### Directions
Only the lines from the one containing "get_tree().quit()" to the end of the data are wanted; print them exactly as they appear.

Dataset entries
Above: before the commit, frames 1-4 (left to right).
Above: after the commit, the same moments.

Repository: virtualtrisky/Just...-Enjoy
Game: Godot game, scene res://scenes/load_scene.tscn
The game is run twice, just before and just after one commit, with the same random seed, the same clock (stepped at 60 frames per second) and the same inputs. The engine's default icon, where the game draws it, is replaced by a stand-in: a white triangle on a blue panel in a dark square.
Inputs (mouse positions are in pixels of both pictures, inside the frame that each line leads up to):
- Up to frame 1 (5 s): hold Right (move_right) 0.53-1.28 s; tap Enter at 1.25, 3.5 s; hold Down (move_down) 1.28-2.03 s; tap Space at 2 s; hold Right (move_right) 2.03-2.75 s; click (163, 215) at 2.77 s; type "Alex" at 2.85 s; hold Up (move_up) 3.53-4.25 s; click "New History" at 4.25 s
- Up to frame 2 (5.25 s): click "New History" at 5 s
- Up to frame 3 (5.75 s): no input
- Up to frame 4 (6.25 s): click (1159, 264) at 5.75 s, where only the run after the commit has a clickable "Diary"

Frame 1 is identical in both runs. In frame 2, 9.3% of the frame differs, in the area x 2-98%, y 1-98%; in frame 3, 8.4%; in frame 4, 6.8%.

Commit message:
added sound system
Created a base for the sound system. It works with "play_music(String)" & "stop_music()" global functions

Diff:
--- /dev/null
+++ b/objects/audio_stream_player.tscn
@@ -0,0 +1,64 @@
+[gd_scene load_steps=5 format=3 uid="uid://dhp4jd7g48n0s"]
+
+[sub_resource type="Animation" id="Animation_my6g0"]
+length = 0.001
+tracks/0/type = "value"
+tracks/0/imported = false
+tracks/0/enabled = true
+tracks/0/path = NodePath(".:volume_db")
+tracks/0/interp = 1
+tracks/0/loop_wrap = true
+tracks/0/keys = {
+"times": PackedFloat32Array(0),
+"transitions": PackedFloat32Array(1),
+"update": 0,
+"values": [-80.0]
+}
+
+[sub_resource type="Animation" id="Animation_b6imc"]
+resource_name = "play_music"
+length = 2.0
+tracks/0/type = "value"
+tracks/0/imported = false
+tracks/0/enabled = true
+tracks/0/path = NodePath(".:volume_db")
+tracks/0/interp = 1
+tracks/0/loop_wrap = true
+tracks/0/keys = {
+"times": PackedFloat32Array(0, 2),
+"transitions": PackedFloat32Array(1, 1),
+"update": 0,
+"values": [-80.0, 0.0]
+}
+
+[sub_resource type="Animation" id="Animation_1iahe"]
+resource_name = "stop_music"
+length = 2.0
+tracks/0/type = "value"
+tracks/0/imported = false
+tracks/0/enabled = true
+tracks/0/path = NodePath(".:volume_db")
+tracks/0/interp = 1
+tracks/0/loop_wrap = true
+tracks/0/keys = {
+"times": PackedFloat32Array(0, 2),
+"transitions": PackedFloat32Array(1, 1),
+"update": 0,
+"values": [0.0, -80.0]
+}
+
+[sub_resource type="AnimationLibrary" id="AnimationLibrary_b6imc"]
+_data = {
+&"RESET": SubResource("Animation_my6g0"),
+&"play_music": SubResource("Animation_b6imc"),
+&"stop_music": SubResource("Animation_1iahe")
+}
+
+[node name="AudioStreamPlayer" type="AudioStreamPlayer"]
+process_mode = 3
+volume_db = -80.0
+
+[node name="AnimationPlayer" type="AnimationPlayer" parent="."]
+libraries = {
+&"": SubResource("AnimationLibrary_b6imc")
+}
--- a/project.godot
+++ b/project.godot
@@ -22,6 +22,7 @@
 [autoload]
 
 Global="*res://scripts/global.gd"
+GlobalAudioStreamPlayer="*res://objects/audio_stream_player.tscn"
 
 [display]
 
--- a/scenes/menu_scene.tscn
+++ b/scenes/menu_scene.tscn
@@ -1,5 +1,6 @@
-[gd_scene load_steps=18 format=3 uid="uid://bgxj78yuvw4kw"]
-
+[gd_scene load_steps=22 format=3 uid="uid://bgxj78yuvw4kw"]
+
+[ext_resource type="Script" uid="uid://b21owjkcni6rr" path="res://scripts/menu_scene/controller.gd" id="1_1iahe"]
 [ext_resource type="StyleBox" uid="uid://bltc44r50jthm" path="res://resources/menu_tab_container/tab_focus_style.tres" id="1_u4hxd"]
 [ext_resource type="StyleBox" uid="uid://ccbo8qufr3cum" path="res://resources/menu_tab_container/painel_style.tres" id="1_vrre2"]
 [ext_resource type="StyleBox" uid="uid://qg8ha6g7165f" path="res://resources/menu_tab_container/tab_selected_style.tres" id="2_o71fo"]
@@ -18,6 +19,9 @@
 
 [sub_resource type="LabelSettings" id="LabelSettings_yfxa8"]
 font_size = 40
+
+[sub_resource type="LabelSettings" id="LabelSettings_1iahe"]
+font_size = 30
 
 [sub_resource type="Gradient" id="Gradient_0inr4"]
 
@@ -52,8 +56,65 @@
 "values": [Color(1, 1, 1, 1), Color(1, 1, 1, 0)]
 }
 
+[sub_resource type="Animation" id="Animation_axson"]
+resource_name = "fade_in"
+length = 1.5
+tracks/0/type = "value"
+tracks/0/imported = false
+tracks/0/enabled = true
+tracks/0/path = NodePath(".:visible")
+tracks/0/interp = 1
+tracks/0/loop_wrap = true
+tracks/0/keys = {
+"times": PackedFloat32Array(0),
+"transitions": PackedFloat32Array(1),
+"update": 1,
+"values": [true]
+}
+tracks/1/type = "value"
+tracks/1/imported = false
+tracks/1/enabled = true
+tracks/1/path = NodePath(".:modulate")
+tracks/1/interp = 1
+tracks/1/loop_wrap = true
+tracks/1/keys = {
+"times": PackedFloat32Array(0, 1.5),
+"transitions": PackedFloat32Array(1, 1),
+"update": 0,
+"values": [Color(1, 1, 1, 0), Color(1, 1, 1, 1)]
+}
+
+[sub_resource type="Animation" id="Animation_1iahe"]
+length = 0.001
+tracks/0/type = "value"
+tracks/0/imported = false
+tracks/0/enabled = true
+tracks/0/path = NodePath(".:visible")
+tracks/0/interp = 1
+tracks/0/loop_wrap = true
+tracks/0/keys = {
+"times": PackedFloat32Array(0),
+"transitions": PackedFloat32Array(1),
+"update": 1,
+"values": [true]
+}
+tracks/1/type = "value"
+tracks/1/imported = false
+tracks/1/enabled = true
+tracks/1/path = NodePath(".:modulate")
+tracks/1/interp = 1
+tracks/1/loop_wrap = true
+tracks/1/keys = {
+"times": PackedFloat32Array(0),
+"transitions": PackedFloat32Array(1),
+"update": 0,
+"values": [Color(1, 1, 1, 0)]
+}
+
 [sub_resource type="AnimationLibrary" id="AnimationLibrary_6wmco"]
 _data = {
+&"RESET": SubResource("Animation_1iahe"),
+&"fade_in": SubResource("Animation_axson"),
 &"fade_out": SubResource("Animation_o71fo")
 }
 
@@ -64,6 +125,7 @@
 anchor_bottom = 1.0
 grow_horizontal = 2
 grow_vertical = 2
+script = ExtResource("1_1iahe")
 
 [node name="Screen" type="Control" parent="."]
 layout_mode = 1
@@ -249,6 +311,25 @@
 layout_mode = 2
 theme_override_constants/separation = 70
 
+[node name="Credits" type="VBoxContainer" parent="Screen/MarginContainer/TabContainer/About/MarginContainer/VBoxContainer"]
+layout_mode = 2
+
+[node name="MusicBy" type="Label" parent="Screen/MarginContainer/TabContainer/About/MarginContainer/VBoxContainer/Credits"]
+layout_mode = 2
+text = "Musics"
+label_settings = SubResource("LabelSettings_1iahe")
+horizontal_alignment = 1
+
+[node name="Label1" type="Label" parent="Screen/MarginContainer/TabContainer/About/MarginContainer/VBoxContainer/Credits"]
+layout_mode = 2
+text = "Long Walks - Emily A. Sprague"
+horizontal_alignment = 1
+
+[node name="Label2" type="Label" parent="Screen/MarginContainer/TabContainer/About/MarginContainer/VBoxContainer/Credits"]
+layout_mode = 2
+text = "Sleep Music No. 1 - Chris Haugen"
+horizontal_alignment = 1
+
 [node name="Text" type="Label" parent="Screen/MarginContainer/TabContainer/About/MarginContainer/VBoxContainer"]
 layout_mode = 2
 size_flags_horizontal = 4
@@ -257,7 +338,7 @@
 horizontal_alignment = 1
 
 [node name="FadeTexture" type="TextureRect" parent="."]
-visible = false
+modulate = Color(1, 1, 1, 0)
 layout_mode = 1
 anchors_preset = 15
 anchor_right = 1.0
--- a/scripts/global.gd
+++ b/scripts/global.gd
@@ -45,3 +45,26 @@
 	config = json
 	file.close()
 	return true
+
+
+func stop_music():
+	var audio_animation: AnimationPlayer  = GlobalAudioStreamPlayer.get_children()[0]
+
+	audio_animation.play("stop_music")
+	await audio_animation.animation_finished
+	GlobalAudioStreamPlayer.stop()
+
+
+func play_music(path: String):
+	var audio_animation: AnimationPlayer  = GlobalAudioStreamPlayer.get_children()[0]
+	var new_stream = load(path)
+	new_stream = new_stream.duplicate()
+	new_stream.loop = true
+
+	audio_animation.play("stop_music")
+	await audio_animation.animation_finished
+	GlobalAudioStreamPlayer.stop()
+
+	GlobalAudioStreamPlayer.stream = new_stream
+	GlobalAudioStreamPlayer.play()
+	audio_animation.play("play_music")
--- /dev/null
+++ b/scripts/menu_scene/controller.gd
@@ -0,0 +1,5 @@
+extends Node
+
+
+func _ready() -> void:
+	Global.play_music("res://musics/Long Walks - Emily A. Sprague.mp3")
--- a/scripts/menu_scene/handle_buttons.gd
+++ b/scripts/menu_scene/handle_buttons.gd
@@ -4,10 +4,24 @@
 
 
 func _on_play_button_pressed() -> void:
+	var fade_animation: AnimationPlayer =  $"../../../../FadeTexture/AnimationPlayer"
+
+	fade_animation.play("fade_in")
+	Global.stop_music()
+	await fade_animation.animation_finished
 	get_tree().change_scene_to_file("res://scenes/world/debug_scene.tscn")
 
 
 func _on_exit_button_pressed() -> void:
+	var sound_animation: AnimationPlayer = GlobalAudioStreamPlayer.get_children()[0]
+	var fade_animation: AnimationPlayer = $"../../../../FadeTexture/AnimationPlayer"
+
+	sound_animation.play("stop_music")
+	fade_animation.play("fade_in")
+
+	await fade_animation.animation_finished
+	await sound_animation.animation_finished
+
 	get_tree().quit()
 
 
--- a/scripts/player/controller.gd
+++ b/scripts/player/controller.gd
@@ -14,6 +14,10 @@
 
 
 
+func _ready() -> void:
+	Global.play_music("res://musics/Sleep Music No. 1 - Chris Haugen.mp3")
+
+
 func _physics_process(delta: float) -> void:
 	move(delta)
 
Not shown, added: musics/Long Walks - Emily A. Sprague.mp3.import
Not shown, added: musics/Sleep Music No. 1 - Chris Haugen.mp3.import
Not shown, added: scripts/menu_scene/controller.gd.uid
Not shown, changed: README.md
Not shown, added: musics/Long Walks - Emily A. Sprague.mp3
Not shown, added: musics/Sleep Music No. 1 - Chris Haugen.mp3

### Solution below
 	get_tree().quit()
 
 
--- a/scripts/player/controller.gd
+++ b/scripts/player/controller.gd
@@ -14,6 +14,10 @@
 
 
 
+func _ready() -> void:
+	Global.play_music("res://musics/Sleep Music No. 1 - Chris Haugen.mp3")
+
+
 func _physics_process(delta: float) -> void:
 	move(delta)
 
Not shown, added: musics/Long Walks - Emily A. Sprague.mp3.import
Not shown, added: musics/Sleep Music No. 1 - Chris Haugen.mp3.import
Not shown, added: scripts/menu_scene/controller.gd.uid
Not shown, changed: README.md
Not shown, added: musics/Long Walks - Emily A. Sprague.mp3
Not shown, added: musics/Sleep Music No. 1 - Chris Haugen.mp3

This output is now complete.